(Recorded data)

▼

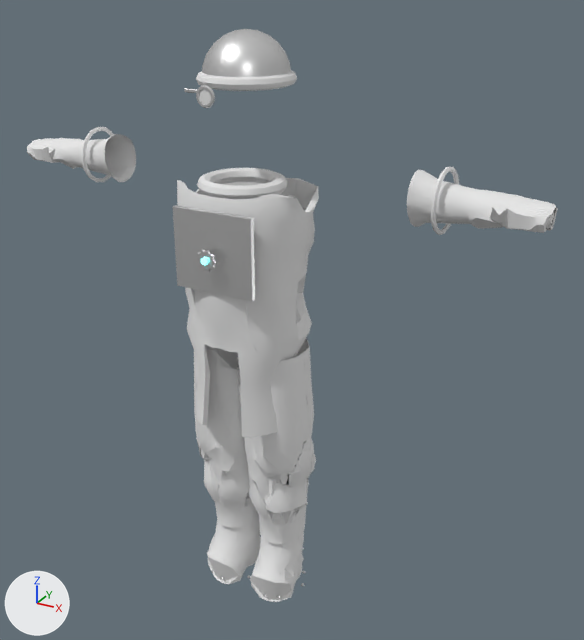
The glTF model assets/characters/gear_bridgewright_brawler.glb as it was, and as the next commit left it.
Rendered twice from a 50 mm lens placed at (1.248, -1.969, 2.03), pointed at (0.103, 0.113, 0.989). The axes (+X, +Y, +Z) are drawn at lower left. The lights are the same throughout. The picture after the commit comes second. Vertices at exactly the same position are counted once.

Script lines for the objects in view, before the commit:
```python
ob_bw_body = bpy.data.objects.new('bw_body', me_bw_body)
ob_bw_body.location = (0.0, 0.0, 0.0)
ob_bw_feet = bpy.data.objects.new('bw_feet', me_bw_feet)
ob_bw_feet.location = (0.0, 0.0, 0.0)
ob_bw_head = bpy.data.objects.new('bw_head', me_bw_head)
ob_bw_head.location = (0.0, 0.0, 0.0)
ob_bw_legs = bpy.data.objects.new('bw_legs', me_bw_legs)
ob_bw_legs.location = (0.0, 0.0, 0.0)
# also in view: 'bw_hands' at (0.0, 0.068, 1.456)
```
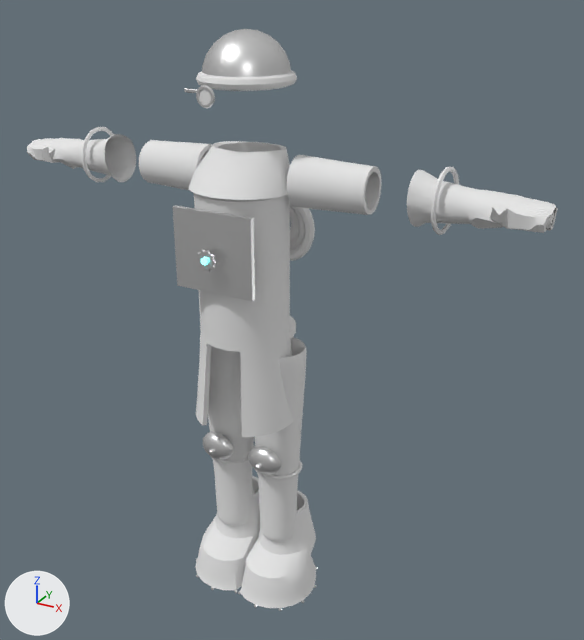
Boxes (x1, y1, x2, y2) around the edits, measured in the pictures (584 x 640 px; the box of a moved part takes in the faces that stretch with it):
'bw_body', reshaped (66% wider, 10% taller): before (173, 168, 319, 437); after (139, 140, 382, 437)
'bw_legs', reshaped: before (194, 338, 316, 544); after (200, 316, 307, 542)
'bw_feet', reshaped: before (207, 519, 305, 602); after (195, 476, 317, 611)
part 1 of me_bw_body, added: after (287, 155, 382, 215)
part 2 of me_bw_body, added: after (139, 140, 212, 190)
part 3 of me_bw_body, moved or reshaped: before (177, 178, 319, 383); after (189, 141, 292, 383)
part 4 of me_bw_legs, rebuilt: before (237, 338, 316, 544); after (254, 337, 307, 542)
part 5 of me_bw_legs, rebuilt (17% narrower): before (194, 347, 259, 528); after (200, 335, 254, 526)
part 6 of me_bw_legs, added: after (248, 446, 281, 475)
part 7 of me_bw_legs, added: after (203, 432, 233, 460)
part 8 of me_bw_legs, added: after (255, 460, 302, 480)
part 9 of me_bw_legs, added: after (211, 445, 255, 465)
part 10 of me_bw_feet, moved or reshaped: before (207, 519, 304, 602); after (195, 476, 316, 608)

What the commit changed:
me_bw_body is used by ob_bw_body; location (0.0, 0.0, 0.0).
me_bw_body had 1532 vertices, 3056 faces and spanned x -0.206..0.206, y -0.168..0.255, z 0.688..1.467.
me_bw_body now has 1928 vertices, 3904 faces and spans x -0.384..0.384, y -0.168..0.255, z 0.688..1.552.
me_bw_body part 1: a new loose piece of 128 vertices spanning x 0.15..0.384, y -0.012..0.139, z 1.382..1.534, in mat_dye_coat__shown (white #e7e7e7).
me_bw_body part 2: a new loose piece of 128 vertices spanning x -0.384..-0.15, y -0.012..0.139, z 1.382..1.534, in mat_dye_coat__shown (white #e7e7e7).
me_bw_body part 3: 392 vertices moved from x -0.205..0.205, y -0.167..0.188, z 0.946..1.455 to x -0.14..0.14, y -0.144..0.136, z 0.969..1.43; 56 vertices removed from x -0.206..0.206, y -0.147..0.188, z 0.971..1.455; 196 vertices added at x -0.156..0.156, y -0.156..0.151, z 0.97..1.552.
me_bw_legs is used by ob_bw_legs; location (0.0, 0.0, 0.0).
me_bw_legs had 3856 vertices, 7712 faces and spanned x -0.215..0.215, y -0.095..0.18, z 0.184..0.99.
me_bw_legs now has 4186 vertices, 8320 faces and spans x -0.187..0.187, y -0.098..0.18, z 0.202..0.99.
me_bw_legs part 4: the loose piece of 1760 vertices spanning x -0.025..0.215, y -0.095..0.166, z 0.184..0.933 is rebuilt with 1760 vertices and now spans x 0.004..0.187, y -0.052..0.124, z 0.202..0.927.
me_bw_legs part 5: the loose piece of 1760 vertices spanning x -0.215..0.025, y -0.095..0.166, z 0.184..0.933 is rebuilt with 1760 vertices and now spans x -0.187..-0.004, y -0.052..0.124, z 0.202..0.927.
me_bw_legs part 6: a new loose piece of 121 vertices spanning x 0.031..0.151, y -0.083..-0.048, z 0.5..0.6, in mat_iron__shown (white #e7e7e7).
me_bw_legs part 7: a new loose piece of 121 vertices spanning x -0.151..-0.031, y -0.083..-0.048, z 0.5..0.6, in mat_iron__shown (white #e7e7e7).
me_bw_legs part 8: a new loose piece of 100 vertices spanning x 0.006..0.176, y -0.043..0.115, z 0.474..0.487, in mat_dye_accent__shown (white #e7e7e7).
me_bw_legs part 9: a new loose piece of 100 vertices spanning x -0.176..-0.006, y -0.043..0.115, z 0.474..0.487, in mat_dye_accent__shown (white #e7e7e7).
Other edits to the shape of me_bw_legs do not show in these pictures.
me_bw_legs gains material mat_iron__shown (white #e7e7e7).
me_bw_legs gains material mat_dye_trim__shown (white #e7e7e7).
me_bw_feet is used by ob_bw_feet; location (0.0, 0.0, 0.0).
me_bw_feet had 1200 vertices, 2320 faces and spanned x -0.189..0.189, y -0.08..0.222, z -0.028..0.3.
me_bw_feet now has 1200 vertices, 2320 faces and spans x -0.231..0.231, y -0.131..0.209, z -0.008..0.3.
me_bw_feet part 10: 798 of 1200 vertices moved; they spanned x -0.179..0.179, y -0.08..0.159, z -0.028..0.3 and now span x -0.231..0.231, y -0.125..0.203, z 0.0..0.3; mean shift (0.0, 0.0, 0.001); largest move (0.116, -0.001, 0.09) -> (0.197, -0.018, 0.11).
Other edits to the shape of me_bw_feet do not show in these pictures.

▲
▼

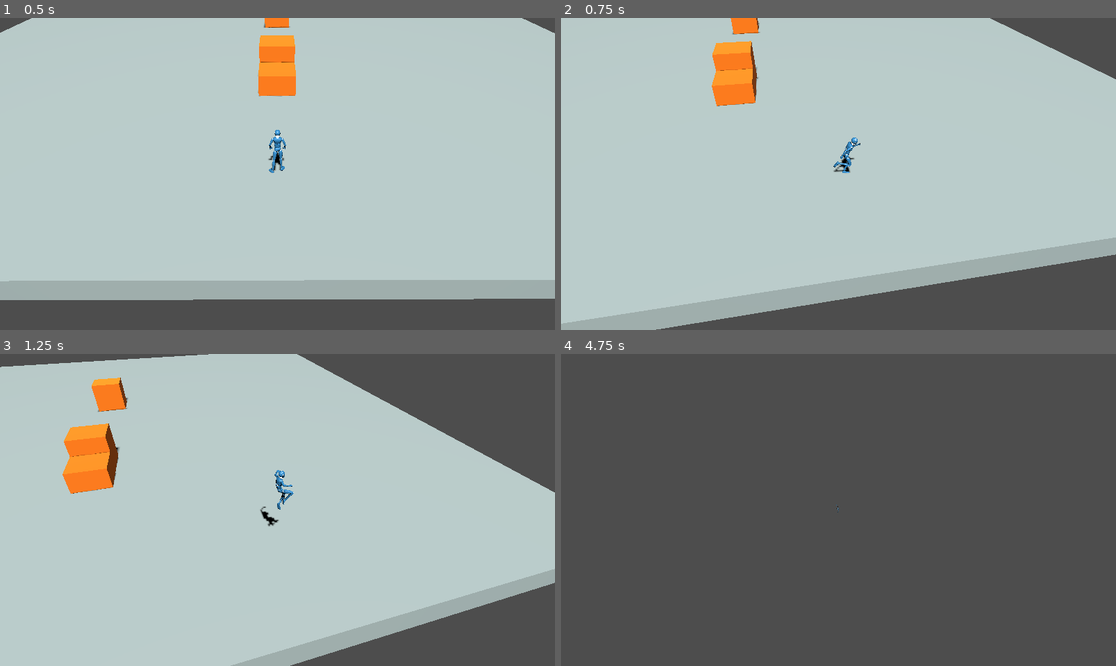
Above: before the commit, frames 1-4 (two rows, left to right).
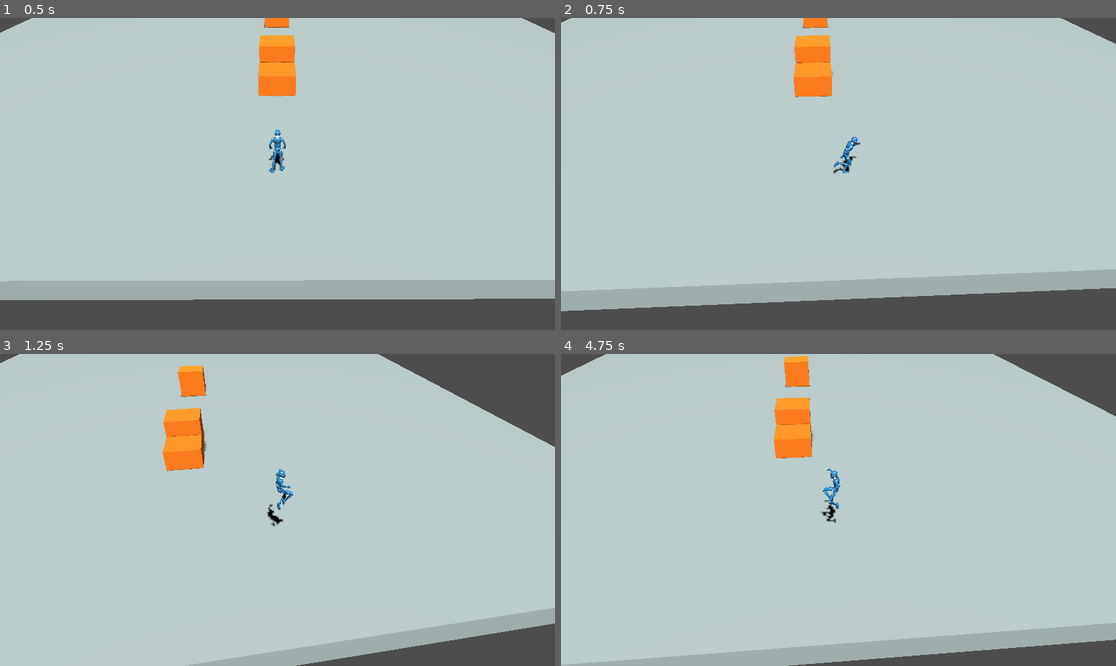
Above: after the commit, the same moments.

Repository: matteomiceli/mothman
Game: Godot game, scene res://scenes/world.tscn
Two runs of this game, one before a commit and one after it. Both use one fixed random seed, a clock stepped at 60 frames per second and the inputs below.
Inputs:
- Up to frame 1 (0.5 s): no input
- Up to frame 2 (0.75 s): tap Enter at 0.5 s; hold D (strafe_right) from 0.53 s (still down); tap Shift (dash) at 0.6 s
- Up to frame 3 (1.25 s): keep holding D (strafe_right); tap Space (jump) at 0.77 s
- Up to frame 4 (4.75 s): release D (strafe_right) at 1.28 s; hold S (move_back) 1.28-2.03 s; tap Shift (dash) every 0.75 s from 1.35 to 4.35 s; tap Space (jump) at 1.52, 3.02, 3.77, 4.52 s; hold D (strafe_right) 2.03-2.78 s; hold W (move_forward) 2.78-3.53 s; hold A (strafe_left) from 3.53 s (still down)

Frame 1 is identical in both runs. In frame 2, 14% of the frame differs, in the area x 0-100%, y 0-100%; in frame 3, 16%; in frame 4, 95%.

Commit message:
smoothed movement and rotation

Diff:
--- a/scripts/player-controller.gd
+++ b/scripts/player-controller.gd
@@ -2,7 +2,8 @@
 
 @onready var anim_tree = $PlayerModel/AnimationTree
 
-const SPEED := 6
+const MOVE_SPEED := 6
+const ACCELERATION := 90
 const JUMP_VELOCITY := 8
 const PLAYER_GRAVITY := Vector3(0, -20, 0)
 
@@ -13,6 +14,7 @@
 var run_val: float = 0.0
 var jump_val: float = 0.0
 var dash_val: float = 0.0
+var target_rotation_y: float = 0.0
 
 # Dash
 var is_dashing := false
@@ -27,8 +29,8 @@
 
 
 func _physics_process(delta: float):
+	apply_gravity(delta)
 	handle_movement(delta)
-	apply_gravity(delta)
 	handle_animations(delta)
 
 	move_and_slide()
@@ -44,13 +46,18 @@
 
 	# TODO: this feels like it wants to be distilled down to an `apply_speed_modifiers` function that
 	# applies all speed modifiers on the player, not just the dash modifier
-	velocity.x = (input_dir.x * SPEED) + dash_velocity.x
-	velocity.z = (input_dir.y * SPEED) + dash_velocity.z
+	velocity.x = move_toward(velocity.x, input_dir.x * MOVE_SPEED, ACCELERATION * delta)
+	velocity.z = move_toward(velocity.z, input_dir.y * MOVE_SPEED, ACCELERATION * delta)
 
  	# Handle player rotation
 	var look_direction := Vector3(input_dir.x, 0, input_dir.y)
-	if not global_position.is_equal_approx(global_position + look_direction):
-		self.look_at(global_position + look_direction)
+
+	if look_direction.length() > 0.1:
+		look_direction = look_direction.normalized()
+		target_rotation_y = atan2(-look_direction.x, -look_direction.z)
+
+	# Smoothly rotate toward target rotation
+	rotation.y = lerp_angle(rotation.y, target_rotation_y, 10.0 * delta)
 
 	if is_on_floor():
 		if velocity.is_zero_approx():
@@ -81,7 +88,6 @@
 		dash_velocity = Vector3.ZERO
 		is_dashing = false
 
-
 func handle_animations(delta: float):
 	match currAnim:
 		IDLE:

▲

Output, from the data above, the lines from the line with "-const SPEED := 6" to the line with "handle_movement(delta)" exactly as they stand, both ends included and nothing else.

-const SPEED := 6
+const MOVE_SPEED := 6
+const ACCELERATION := 90
 const JUMP_VELOCITY := 8
 const PLAYER_GRAVITY := Vector3(0, -20, 0)
 
@@ -13,6 +14,7 @@
 var run_val: float = 0.0
 var jump_val: float = 0.0
 var dash_val: float = 0.0
+var target_rotation_y: float = 0.0
 
 # Dash
 var is_dashing := false
@@ -27,8 +29,8 @@
 
 
 func _physics_process(delta: float):
+	apply_gravity(delta)
 	handle_movement(delta)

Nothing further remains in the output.